__What the task requires__.
Without the pictures, output all of the data exactly.

#### Supplied entries

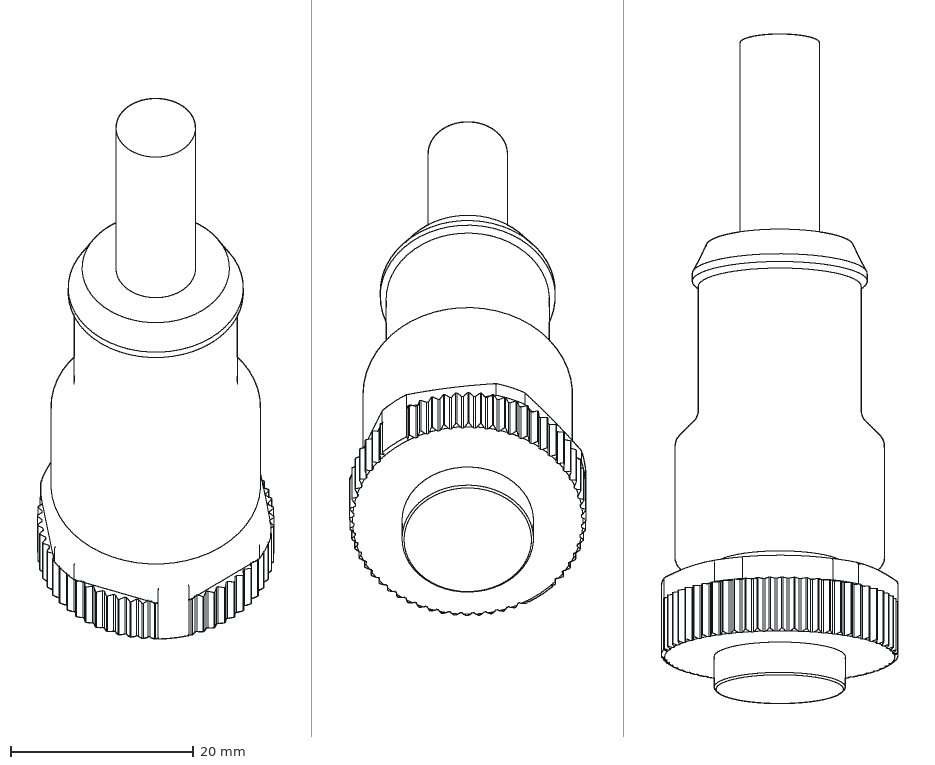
import cadquery as cq
import math

TOTAL_HEIGHT = 72.9
NUT_BOTTOM = 3.65
KNURL_TOP = 9.6
NUT_TOP = 12.5
BODY_BOTTOM = 13.9
SHOULDER_BOTTOM = 27.4
SLEEVE_BOTTOM = 31.5
COLLAR_BOTTOM = 45.4
COLLAR_RIM_BOTTOM = 46.0
COLLAR_RIM_TOP = 46.9
BODY_TOP = 50.0

CABLE_RADIUS = 4.4
PLUG_RADIUS = 7.2
BODY_RADIUS = 11.5
SLEEVE_RADIUS = 9.0
COLLAR_RADIUS = 9.6
COLLAR_TOP_RADIUS = 8.1
PLUG_CHAMFER = 0.2
BODY_BOTTOM_ROUND = 0.9

SHOULDER_ANGLE = math.radians(45)
SHOULDER_OUTER_ROUND = 1.1
SHOULDER_INNER_ROUND = 2.5

NUT_RADIUS = 26.0 / 2
NUT_SIDES = 6
NUT_ACROSS_FLATS = 24.05
NUT_CORNER_ANGLE = 8.6
NUT_TOP_FACE_RADIUS = 11.4
NUT_TOP_CONE_DROP = 0.45
NUT_TOP_ROUND = 0.45
NUT_BOTTOM_CHAMFER_WIDTH = 0.4
NUT_BOTTOM_CHAMFER_HEIGHT = 0.2

GROOVE_COUNT = 60
GROOVE_PITCH = 360 / GROOVE_COUNT
GROOVE_DEPTH = 0.5
GROOVE_HALF_ANGLE = 2.7
GROOVE_ROOT_HALF_ANGLE = 0.5
PANEL_HALF_ANGLE = 7.5
PANEL_ANGLE = NUT_CORNER_ANGLE + 2 * 360 / NUT_SIDES


def polar(radius, degrees):
    """Plan-view point at a radius and angle from +X."""
    angle = math.radians(degrees)
    return (radius * math.cos(angle), radius * math.sin(angle))


def make_body():
    """Turned plug, moulded body, sleeve, collar and cable."""
    sin_slope = math.sin(SHOULDER_ANGLE)
    cos_slope = math.cos(SHOULDER_ANGLE)
    sin_half = math.sin(SHOULDER_ANGLE / 2)
    cos_half = math.cos(SHOULDER_ANGLE / 2)

    outer_center = BODY_RADIUS - SHOULDER_OUTER_ROUND
    inner_center = SLEEVE_RADIUS + SHOULDER_INNER_ROUND

    def outer_point(sine, cosine):
        return (outer_center + SHOULDER_OUTER_ROUND * cosine, SHOULDER_BOTTOM + SHOULDER_OUTER_ROUND * sine)

    def inner_point(sine, cosine):
        return (inner_center - SHOULDER_INNER_ROUND * cosine, SLEEVE_BOTTOM - SHOULDER_INNER_ROUND * sine)

    mid_inset = BODY_BOTTOM_ROUND * (1 - math.sqrt(0.5))
    profile = (
        cq.Workplane("XZ")
        .moveTo(0, 0)
        .lineTo(PLUG_RADIUS - PLUG_CHAMFER, 0)
        .lineTo(PLUG_RADIUS, PLUG_CHAMFER)
        .lineTo(PLUG_RADIUS, BODY_BOTTOM)
        .lineTo(BODY_RADIUS - BODY_BOTTOM_ROUND, BODY_BOTTOM)
        .threePointArc(
            (BODY_RADIUS - mid_inset, BODY_BOTTOM + mid_inset),
            (BODY_RADIUS, BODY_BOTTOM + BODY_BOTTOM_ROUND),
        )
        .lineTo(BODY_RADIUS, SHOULDER_BOTTOM)
        .threePointArc(outer_point(sin_half, cos_half), outer_point(sin_slope, cos_slope))
        .lineTo(*inner_point(sin_slope, cos_slope))
        .threePointArc(inner_point(sin_half, cos_half), (SLEEVE_RADIUS, SLEEVE_BOTTOM))
        .lineTo(SLEEVE_RADIUS, COLLAR_BOTTOM)
        .lineTo(COLLAR_RADIUS, COLLAR_RIM_BOTTOM)
        .lineTo(COLLAR_RADIUS, COLLAR_RIM_TOP)
        .lineTo(COLLAR_TOP_RADIUS, BODY_TOP)
        .lineTo(CABLE_RADIUS, BODY_TOP)
        .lineTo(CABLE_RADIUS, TOTAL_HEIGHT)
        .lineTo(0, TOTAL_HEIGHT)
        .close()
    )
    return profile.revolve(360, (0, 0, 0), (0, 1, 0))


def make_nut_blank():
    """Turned nut blank with a coned top and a chamfered bottom edge."""
    profile = (
        cq.Workplane("XZ")
        .moveTo(0, NUT_BOTTOM)
        .lineTo(NUT_RADIUS - NUT_BOTTOM_CHAMFER_WIDTH, NUT_BOTTOM)
        .lineTo(NUT_RADIUS, NUT_BOTTOM + NUT_BOTTOM_CHAMFER_HEIGHT)
        .lineTo(NUT_RADIUS, NUT_TOP - NUT_TOP_CONE_DROP)
        .lineTo(NUT_TOP_FACE_RADIUS, NUT_TOP)
        .lineTo(0, NUT_TOP)
        .close()
    )
    return profile.revolve(360, (0, 0, 0), (0, 1, 0))


def make_hexagon():
    """Hexagonal upper part of the nut, its corners rounded by the blank."""
    height = NUT_TOP - KNURL_TOP
    across_corners = NUT_ACROSS_FLATS / math.cos(math.pi / NUT_SIDES)
    prism = (
        cq.Workplane("XY")
        .workplane(offset=KNURL_TOP)
        .polygon(NUT_SIDES, across_corners)
        .extrude(height)
        .rotate((0, 0, 0), (0, 0, 1), NUT_CORNER_ANGLE)
    )
    hexagon = make_nut_blank().intersect(prism)

    return hexagon.faces("%CONE").edges("not(>Z)").fillet(NUT_TOP_ROUND)


def make_knurled_ring():
    """Round lower part of the nut: grooves all round, then two smooth panels filled back in."""
    height = KNURL_TOP - NUT_BOTTOM
    ring_limit = cq.Workplane("XY").workplane(offset=NUT_BOTTOM).circle(NUT_RADIUS).extrude(height)
    ring = make_nut_blank().intersect(ring_limit)

    grooves = cq.Workplane("XY").workplane(offset=NUT_BOTTOM)
    for index in range(GROOVE_COUNT):
        angle = NUT_CORNER_ANGLE + index * GROOVE_PITCH
        grooves = grooves.polyline([
            polar(NUT_RADIUS - GROOVE_DEPTH, angle - GROOVE_ROOT_HALF_ANGLE),
            polar(NUT_RADIUS, angle - GROOVE_HALF_ANGLE),
            polar(NUT_RADIUS + GROOVE_DEPTH, angle),
            polar(NUT_RADIUS, angle + GROOVE_HALF_ANGLE),
            polar(NUT_RADIUS - GROOVE_DEPTH, angle + GROOVE_ROOT_HALF_ANGLE),
        ]).close()

    reach = 2 * NUT_RADIUS
    panels = cq.Workplane("XY").workplane(offset=NUT_BOTTOM)
    for center in (PANEL_ANGLE, PANEL_ANGLE + 180):
        panels = panels.polyline([
            (0, 0),
            polar(reach, center - PANEL_HALF_ANGLE),
            polar(reach, center + PANEL_HALF_ANGLE),
        ]).close()
    panels = panels.extrude(height).intersect(ring)
    return ring.cut(grooves.extrude(height)).union(panels)


result = make_body().union(make_knurled_ring()).union(make_hexagon())

########

__Output__.
import cadquery as cq
import math

TOTAL_HEIGHT = 72.9
NUT_BOTTOM = 3.65
KNURL_TOP = 9.6
NUT_TOP = 12.5
BODY_BOTTOM = 13.9
SHOULDER_BOTTOM = 27.4
SLEEVE_BOTTOM = 31.5
COLLAR_BOTTOM = 45.4
COLLAR_RIM_BOTTOM = 46.0
COLLAR_RIM_TOP = 46.9
BODY_TOP = 50.0

CABLE_RADIUS = 4.4
PLUG_RADIUS = 7.2
BODY_RADIUS = 11.5
SLEEVE_RADIUS = 9.0
COLLAR_RADIUS = 9.6
COLLAR_TOP_RADIUS = 8.1
PLUG_CHAMFER = 0.2
BODY_BOTTOM_ROUND = 0.9

SHOULDER_ANGLE = math.radians(45)
SHOULDER_OUTER_ROUND = 1.1
SHOULDER_INNER_ROUND = 2.5

NUT_RADIUS = 26.0 / 2
NUT_SIDES = 6
NUT_ACROSS_FLATS = 24.05
NUT_CORNER_ANGLE = 8.6
NUT_TOP_FACE_RADIUS = 11.4
NUT_TOP_CONE_DROP = 0.45
NUT_TOP_ROUND = 0.45
NUT_BOTTOM_CHAMFER_WIDTH = 0.4
NUT_BOTTOM_CHAMFER_HEIGHT = 0.2

GROOVE_COUNT = 60
GROOVE_PITCH = 360 / GROOVE_COUNT
GROOVE_DEPTH = 0.5
GROOVE_HALF_ANGLE = 2.7
GROOVE_ROOT_HALF_ANGLE = 0.5
PANEL_HALF_ANGLE = 7.5
PANEL_ANGLE = NUT_CORNER_ANGLE + 2 * 360 / NUT_SIDES


def polar(radius, degrees):
    """Plan-view point at a radius and angle from +X."""
    angle = math.radians(degrees)
    return (radius * math.cos(angle), radius * math.sin(angle))


def make_body():
    """Turned plug, moulded body, sleeve, collar and cable."""
    sin_slope = math.sin(SHOULDER_ANGLE)
    cos_slope = math.cos(SHOULDER_ANGLE)
    sin_half = math.sin(SHOULDER_ANGLE / 2)
    cos_half = math.cos(SHOULDER_ANGLE / 2)

    outer_center = BODY_RADIUS - SHOULDER_OUTER_ROUND
    inner_center = SLEEVE_RADIUS + SHOULDER_INNER_ROUND

    def outer_point(sine, cosine):
        return (outer_center + SHOULDER_OUTER_ROUND * cosine, SHOULDER_BOTTOM + SHOULDER_OUTER_ROUND * sine)

    def inner_point(sine, cosine):
        return (inner_center - SHOULDER_INNER_ROUND * cosine, SLEEVE_BOTTOM - SHOULDER_INNER_ROUND * sine)

    mid_inset = BODY_BOTTOM_ROUND * (1 - math.sqrt(0.5))
    profile = (
        cq.Workplane("XZ")
        .moveTo(0, 0)
        .lineTo(PLUG_RADIUS - PLUG_CHAMFER, 0)
        .lineTo(PLUG_RADIUS, PLUG_CHAMFER)
        .lineTo(PLUG_RADIUS, BODY_BOTTOM)
        .lineTo(BODY_RADIUS - BODY_BOTTOM_ROUND, BODY_BOTTOM)
        .threePointArc(
            (BODY_RADIUS - mid_inset, BODY_BOTTOM + mid_inset),
            (BODY_RADIUS, BODY_BOTTOM + BODY_BOTTOM_ROUND),
        )
        .lineTo(BODY_RADIUS, SHOULDER_BOTTOM)
        .threePointArc(outer_point(sin_half, cos_half), outer_point(sin_slope, cos_slope))
        .lineTo(*inner_point(sin_slope, cos_slope))
        .threePointArc(inner_point(sin_half, cos_half), (SLEEVE_RADIUS, SLEEVE_BOTTOM))
        .lineTo(SLEEVE_RADIUS, COLLAR_BOTTOM)
        .lineTo(COLLAR_RADIUS, COLLAR_RIM_BOTTOM)
        .lineTo(COLLAR_RADIUS, COLLAR_RIM_TOP)
        .lineTo(COLLAR_TOP_RADIUS, BODY_TOP)
        .lineTo(CABLE_RADIUS, BODY_TOP)
        .lineTo(CABLE_RADIUS, TOTAL_HEIGHT)
        .lineTo(0, TOTAL_HEIGHT)
        .close()
    )
    return profile.revolve(360, (0, 0, 0), (0, 1, 0))


def make_nut_blank():
    """Turned nut blank with a coned top and a chamfered bottom edge."""
    profile = (
        cq.Workplane("XZ")
        .moveTo(0, NUT_BOTTOM)
        .lineTo(NUT_RADIUS - NUT_BOTTOM_CHAMFER_WIDTH, NUT_BOTTOM)
        .lineTo(NUT_RADIUS, NUT_BOTTOM + NUT_BOTTOM_CHAMFER_HEIGHT)
        .lineTo(NUT_RADIUS, NUT_TOP - NUT_TOP_CONE_DROP)
        .lineTo(NUT_TOP_FACE_RADIUS, NUT_TOP)
        .lineTo(0, NUT_TOP)
        .close()
    )
    return profile.revolve(360, (0, 0, 0), (0, 1, 0))


def make_hexagon():
    """Hexagonal upper part of the nut, its corners rounded by the blank."""
    height = NUT_TOP - KNURL_TOP
    across_corners = NUT_ACROSS_FLATS / math.cos(math.pi / NUT_SIDES)
    prism = (
        cq.Workplane("XY")
        .workplane(offset=KNURL_TOP)
        .polygon(NUT_SIDES, across_corners)
        .extrude(height)
        .rotate((0, 0, 0), (0, 0, 1), NUT_CORNER_ANGLE)
    )
    hexagon = make_nut_blank().intersect(prism)

    return hexagon.faces("%CONE").edges("not(>Z)").fillet(NUT_TOP_ROUND)


def make_knurled_ring():
    """Round lower part of the nut: grooves all round, then two smooth panels filled back in."""
    height = KNURL_TOP - NUT_BOTTOM
    ring_limit = cq.Workplane("XY").workplane(offset=NUT_BOTTOM).circle(NUT_RADIUS).extrude(height)
    ring = make_nut_blank().intersect(ring_limit)

    grooves = cq.Workplane("XY").workplane(offset=NUT_BOTTOM)
    for index in range(GROOVE_COUNT):
        angle = NUT_CORNER_ANGLE + index * GROOVE_PITCH
        grooves = grooves.polyline([
            polar(NUT_RADIUS - GROOVE_DEPTH, angle - GROOVE_ROOT_HALF_ANGLE),
            polar(NUT_RADIUS, angle - GROOVE_HALF_ANGLE),
            polar(NUT_RADIUS + GROOVE_DEPTH, angle),
            polar(NUT_RADIUS, angle + GROOVE_HALF_ANGLE),
            polar(NUT_RADIUS - GROOVE_DEPTH, angle + GROOVE_ROOT_HALF_ANGLE),
        ]).close()

    reach = 2 * NUT_RADIUS
    panels = cq.Workplane("XY").workplane(offset=NUT_BOTTOM)
    for center in (PANEL_ANGLE, PANEL_ANGLE + 180):
        panels = panels.polyline([
            (0, 0),
            polar(reach, center - PANEL_HALF_ANGLE),
            polar(reach, center + PANEL_HALF_ANGLE),
        ]).close()
    panels = panels.extrude(height).intersect(ring)
    return ring.cut(grooves.extrude(height)).union(panels)


result = make_body().union(make_knurled_ring()).union(make_hexagon())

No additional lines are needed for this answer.